Extracted data entries
______________________________
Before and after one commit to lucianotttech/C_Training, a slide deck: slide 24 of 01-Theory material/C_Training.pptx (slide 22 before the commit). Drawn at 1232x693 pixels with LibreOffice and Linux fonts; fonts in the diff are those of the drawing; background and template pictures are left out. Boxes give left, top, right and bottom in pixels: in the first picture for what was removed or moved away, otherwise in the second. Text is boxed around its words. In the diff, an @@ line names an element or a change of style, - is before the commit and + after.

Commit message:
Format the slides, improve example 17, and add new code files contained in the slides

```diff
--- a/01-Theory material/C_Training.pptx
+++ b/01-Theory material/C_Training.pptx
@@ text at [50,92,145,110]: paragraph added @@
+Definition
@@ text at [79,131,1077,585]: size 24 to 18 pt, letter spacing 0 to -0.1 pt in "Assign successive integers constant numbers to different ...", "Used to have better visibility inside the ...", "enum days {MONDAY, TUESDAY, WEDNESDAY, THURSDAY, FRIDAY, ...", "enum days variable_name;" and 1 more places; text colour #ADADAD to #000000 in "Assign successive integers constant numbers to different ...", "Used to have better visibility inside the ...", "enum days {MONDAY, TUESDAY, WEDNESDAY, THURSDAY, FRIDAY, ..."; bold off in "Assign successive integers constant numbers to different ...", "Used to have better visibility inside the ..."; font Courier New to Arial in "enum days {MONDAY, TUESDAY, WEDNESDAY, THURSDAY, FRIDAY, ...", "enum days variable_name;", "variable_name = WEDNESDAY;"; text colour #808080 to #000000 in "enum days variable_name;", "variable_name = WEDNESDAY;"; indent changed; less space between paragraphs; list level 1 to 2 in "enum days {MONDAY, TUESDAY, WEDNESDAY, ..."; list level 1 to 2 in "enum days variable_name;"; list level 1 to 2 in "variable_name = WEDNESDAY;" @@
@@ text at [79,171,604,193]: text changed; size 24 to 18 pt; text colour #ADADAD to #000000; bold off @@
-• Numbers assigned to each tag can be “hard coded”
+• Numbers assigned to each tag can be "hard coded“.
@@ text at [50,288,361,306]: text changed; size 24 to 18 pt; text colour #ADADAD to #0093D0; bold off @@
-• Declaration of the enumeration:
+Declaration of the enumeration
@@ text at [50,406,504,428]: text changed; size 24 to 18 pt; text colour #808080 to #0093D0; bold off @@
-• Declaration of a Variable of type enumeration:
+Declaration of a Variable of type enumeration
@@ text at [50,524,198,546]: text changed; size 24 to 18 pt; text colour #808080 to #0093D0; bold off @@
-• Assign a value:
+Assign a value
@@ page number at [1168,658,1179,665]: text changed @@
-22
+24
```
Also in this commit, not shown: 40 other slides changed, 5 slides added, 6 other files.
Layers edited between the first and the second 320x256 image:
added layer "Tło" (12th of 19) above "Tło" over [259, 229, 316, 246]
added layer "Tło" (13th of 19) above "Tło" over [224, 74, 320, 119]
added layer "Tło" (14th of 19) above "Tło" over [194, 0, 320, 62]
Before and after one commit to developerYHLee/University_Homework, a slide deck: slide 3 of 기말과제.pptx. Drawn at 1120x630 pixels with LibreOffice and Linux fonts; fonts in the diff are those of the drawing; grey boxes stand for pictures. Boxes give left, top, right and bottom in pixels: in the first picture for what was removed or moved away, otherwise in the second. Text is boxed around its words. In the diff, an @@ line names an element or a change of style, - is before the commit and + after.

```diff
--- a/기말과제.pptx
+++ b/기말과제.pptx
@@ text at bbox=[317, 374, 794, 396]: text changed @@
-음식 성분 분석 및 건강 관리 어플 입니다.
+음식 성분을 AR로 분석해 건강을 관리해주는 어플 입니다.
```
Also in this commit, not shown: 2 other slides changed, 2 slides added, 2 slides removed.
______________________________
**INSTRUCTIONS TO FOLLOW:** Wherever the string "boxed" appears in the entries above, list that line.

**ANSWER TO THIS EXERCISE:**
Before and after one commit to lucianotttech/C_Training, a slide deck: slide 24 of 01-Theory material/C_Training.pptx (slide 22 before the commit). Drawn at 1232x693 pixels with LibreOffice and Linux fonts; fonts in the diff are those of the drawing; background and template pictures are left out. Boxes give left, top, right and bottom in pixels: in the first picture for what was removed or moved away, otherwise in the second. Text is boxed around its words. In the diff, an @@ line names an element or a change of style, - is before the commit and + after.
Before and after one commit to developerYHLee/University_Homework, a slide deck: slide 3 of 기말과제.pptx. Drawn at 1120x630 pixels with LibreOffice and Linux fonts; fonts in the diff are those of the drawing; grey boxes stand for pictures. Boxes give left, top, right and bottom in pixels: in the first picture for what was removed or moved away, otherwise in the second. Text is boxed around its words. In the diff, an @@ line names an element or a change of style, - is before the commit and + after.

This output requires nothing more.